Coach Jeff Tedford said on Oct. 19, he has no plans to replace Riley as the Bears’ starting quarterback.
Riley typically plays better at home; however, several other issues are working against the Bears. First of all, Arizona State has played much better than expected this season, and the Sun Devils have been consistent. They stayed with Oregon before losing, and they played Wisconsin and Oregon State tough on the road before beating Washington in Seattle on Oct. 9. They have shown they can perform well away from home, and their offense seems to be getting better under new QB Steven Threet, who can make plays.
Their defense figured to be their strength when the season began, and that is still the case.
Furthermore, Arizona State is coming off a bye, and teams typically play better when they have an extra week to prepare. Cal found that out in its most recent loss as USC came off a bye week and dismantled the Bears.
So Arizona State has some momentum and confidence coming into the game against Cal, while the Bears’ psyche has to be fragile after the pasting they took against the Trojans.
The home field should relieve a lot of that insecurity for the Bears, but it is imperative that they get off to a good start. If they begin the game against Arizona State the same way they did against USC, the home crowd is liable to turn against the Bears, which has happened in the past That could bruise the players’ egos further and hasten their descent.

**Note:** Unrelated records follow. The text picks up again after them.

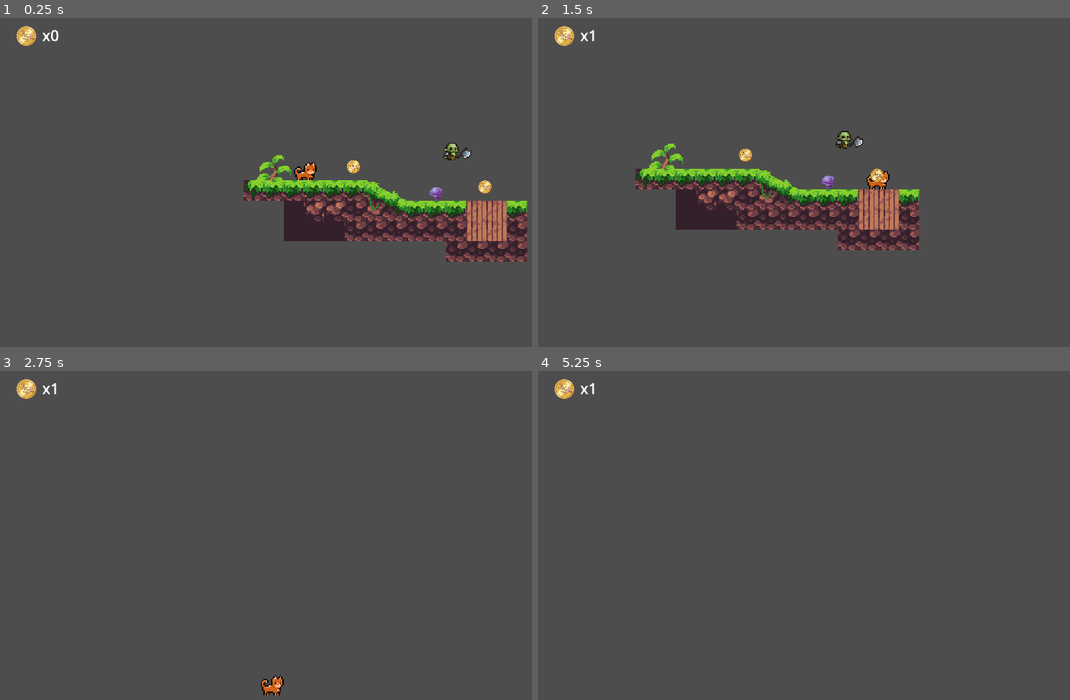
Above: before the commit, frames 1-4 (two rows, left to right).
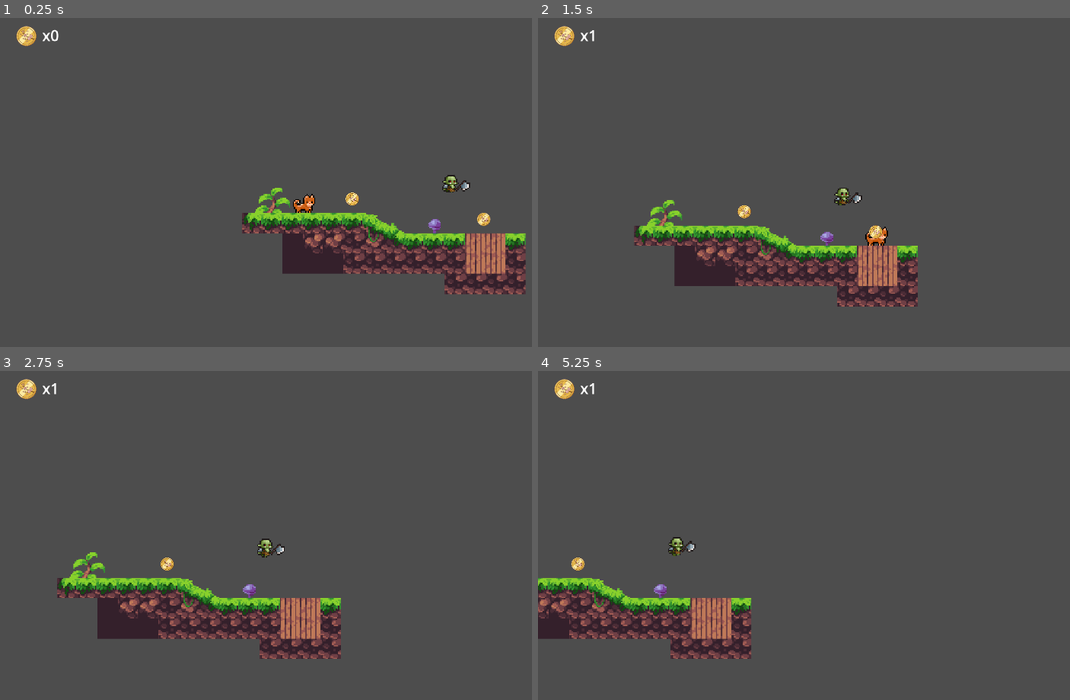
Above: after the commit, the same moments.

Repository: ionutincau/cats
Game: Godot game, scene res://scenes/game.tscn
Two runs of this game, one before a commit and one after it. Both use one fixed random seed, a clock stepped at 60 frames per second and the inputs below.
Inputs:
- Up to frame 1 (0.25 s): no input
- Up to frame 2 (1.5 s): tap Enter (ui_accept) at 0.5, 0.77 s; hold Right (ui_right) from 0.53 s (still down)
- Up to frame 3 (2.75 s): tap Enter (ui_accept) at 1.52 s; release Right (ui_right) at 2.03 s; hold Left (ui_left) from 2.03 s (still down)
- Up to frame 4 (5.25 s): release Left (ui_left) at 2.78 s; hold Right (ui_right) 2.78-4.28 s; tap Enter (ui_accept) at 3.02, 3.77, 4.52 s; hold Left (ui_left) 4.28-5.03 s; hold Right (ui_right) from 5.03 s (still down)

The runs differ from the first frame. In frame 1, 14% of the frame differs, in the area x 45-100%, y 37-85%; in frame 2, 17%, in the area x 18-72%, y 34-88%; in frame 3, 9.0%; in frame 4, 7.0%.

Commit message:
camera limit and revert reposition elements

Diff:
--- a/scenes/game.tscn
+++ b/scenes/game.tscn
@@ -592,7 +592,6 @@
 sources/0 = SubResource("TileSetAtlasSource_lnu2h")
 
 [node name="Game" type="Node2D"]
-position = Vector2(260, 161)
 
 [node name="GameManager" parent="." instance=ExtResource("1_lbhrr")]
 unique_name_in_owner = true
@@ -600,7 +599,10 @@
 [node name="Player" parent="." instance=ExtResource("1_uwrxv")]
 
 [node name="Camera2D" type="Camera2D" parent="Player"]
+position = Vector2(1, 0)
 zoom = Vector2(4, 4)
+limit_bottom = 100
+limit_smoothed = true
 position_smoothing_enabled = true
 
 [node name="TileMapLayer" type="TileMapLayer" parent="."]
@@ -610,13 +612,14 @@
 [node name="coins" type="Node" parent="."]
 
 [node name="coin" parent="coins" instance=ExtResource("3_lnu2h")]
-position = Vector2(402.8, 166)
+position = Vector2(142.8, 5)
 
 [node name="coin2" parent="coins" instance=ExtResource("3_lnu2h")]
-position = Vector2(299, 150)
+position = Vector2(39, -11)
 
 [node name="Ui" parent="." instance=ExtResource("5_iywne")]
 unique_name_in_owner = true
+visible = false
 
 [node name="Node2D" parent="." instance=ExtResource("6_p57ef")]
 position = Vector2(116, -23)

Last year, the Bears responded well when the season seemed to be unraveling, winning five of their next six after the consecutive lopsided losses to Oregon and USC. However, Cal never recovered in 2007 when it lost six of its final seven regular-season games after a 5-0 start.
A solid performance against Arizona State, even in a loss, would help keep hope afloat, and a victory by any means would significantly improve the Bears’ bowl chances.
A lopsided loss, however, might cause irreparable damage, both to the record and to the team’s attitude.
Cal is teetering. A win won’t save the season, but it could prevent a collapse.